***** Dataset content *****

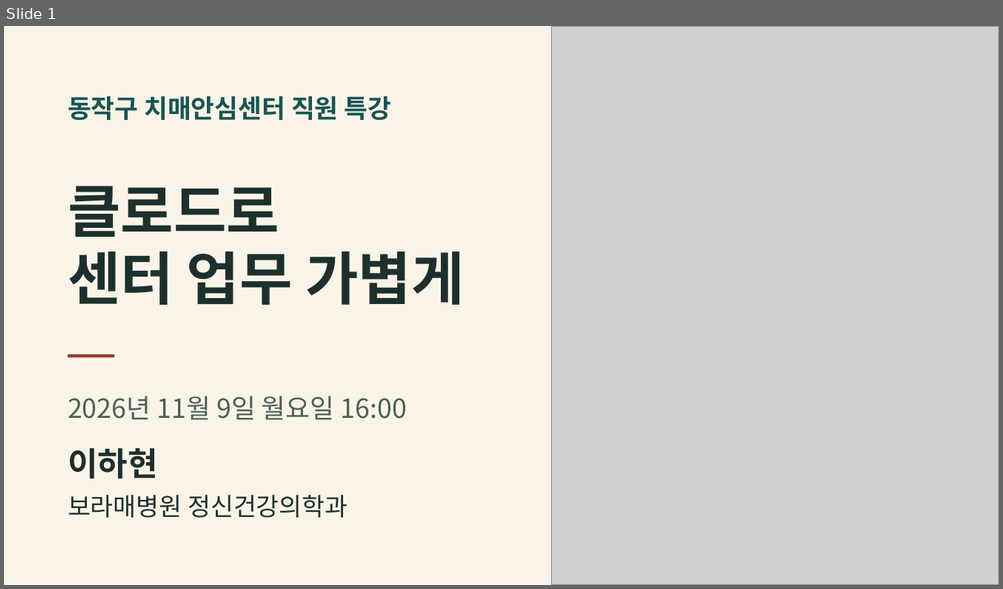
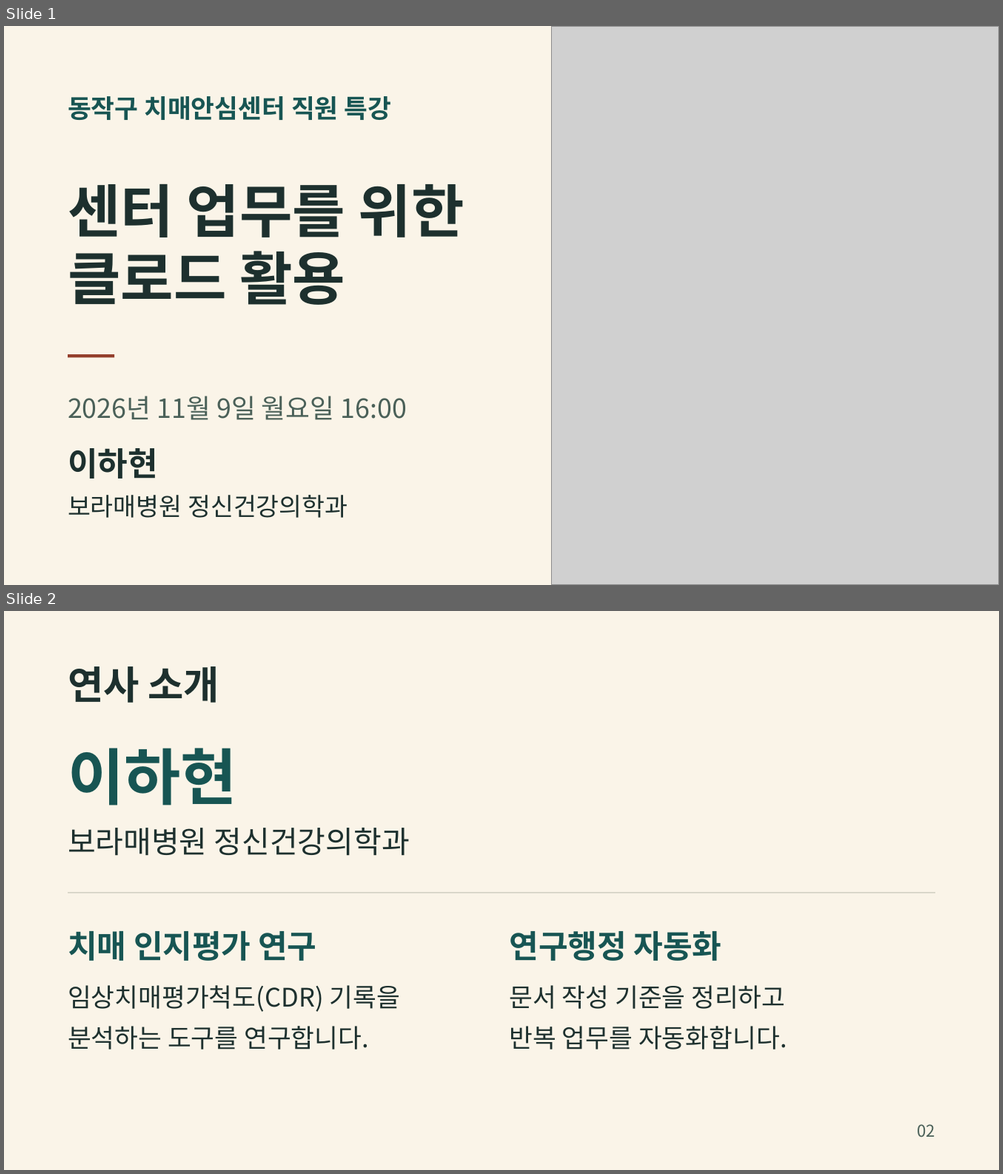
Before and after one commit to Hahyun-Lee/claude-workshop-dementia-center, a slide deck: slides/slides.pptx. Shown one above the other, each under a label of ours: slide 1 before the commit, slides 1 and 2 after it. The pictures are 1003x589 and 1003x1174 pixels, drawn with LibreOffice and Linux fonts; fonts in the diff are those of the drawing; grey boxes stand for pictures. Boxes give left, top, right and bottom in pixels: in the first picture for what was removed or moved away, otherwise in the second. Text is boxed around its words. In the diff, an @@ line names an element or a change of style, - is before the commit and + after.

Commit message:
슬라이드 10장으로 갱신(연사 소개·번역표 추가), 인스타 카드·카드뉴스 예시 추가

```diff
--- a/slides/slides.pptx
+++ b/slides/slides.pptx
@@ slide 2 added at (4,611,999,1170), background #FAF4E8 @@
@@ text added at (68,667,220,703), 37.5 pt, text #1D302E, bold @@
+연사 소개
@@ text added at (68,748,237,806), 59.2 pt, text #175553, bold @@
+이하현
@@ text added at (68,828,410,856), 29.2 pt, text #1D302E @@
+보라매병원 정신건강의학과
@@ rectangle added at (68,892,934,894), fill #D3D2C4 @@
@@ text added at (68,931,316,961), 30.8 pt, text #175553, bold @@
+치매 인지평가 연구
@@ text added at (509,931,722,961), 30.8 pt, text #175553, bold @@
+연구행정 자동화
@@ text added at (68,985,400,1012), 24.8 pt, text #1D302E @@
+임상치매평가척도(CDR) 기록을
@@ text added at (509,985,785,1009), 24.8 pt, text #1D302E @@
+문서 작성 기준을 정리하고
@@ text added at (68,1026,369,1050), 24.8 pt, text #1D302E @@
+분석하는 도구를 연구합니다.
@@ text added at (509,1026,787,1050), 24.8 pt, text #1D302E @@
+반복 업무를 자동화합니다.
@@ text added at (916,1125,934,1138), 15.8 pt, text #4A6058 @@
+02
@@ slide 1 changed as well @@
@@ text at (68,184,464,238): text changed @@
-클로드로
+센터 업무를 위한
@@ text at (68,251,345,305): text changed @@
-센터 업무 가볍게
+클로드 활용
```
Also in this commit, not shown: 7 other slides changed, 1 other slide added, 7 other files.

*****

Write out the entries again word for word. Do not include the pictures.

[Response box]
Before and after one commit to Hahyun-Lee/claude-workshop-dementia-center, a slide deck: slides/slides.pptx. Shown one above the other, each under a label of ours: slide 1 before the commit, slides 1 and 2 after it. The pictures are 1003x589 and 1003x1174 pixels, drawn with LibreOffice and Linux fonts; fonts in the diff are those of the drawing; grey boxes stand for pictures. Boxes give left, top, right and bottom in pixels: in the first picture for what was removed or moved away, otherwise in the second. Text is boxed around its words. In the diff, an @@ line names an element or a change of style, - is before the commit and + after.

Commit message:
슬라이드 10장으로 갱신(연사 소개·번역표 추가), 인스타 카드·카드뉴스 예시 추가

```diff
--- a/slides/slides.pptx
+++ b/slides/slides.pptx
@@ slide 2 added at (4,611,999,1170), background #FAF4E8 @@
@@ text added at (68,667,220,703), 37.5 pt, text #1D302E, bold @@
+연사 소개
@@ text added at (68,748,237,806), 59.2 pt, text #175553, bold @@
+이하현
@@ text added at (68,828,410,856), 29.2 pt, text #1D302E @@
+보라매병원 정신건강의학과
@@ rectangle added at (68,892,934,894), fill #D3D2C4 @@
@@ text added at (68,931,316,961), 30.8 pt, text #175553, bold @@
+치매 인지평가 연구
@@ text added at (509,931,722,961), 30.8 pt, text #175553, bold @@
+연구행정 자동화
@@ text added at (68,985,400,1012), 24.8 pt, text #1D302E @@
+임상치매평가척도(CDR) 기록을
@@ text added at (509,985,785,1009), 24.8 pt, text #1D302E @@
+문서 작성 기준을 정리하고
@@ text added at (68,1026,369,1050), 24.8 pt, text #1D302E @@
+분석하는 도구를 연구합니다.
@@ text added at (509,1026,787,1050), 24.8 pt, text #1D302E @@
+반복 업무를 자동화합니다.
@@ text added at (916,1125,934,1138), 15.8 pt, text #4A6058 @@
+02
@@ slide 1 changed as well @@
@@ text at (68,184,464,238): text changed @@
-클로드로
+센터 업무를 위한
@@ text at (68,251,345,305): text changed @@
-센터 업무 가볍게
+클로드 활용
```
Also in this commit, not shown: 7 other slides changed, 1 other slide added, 7 other files.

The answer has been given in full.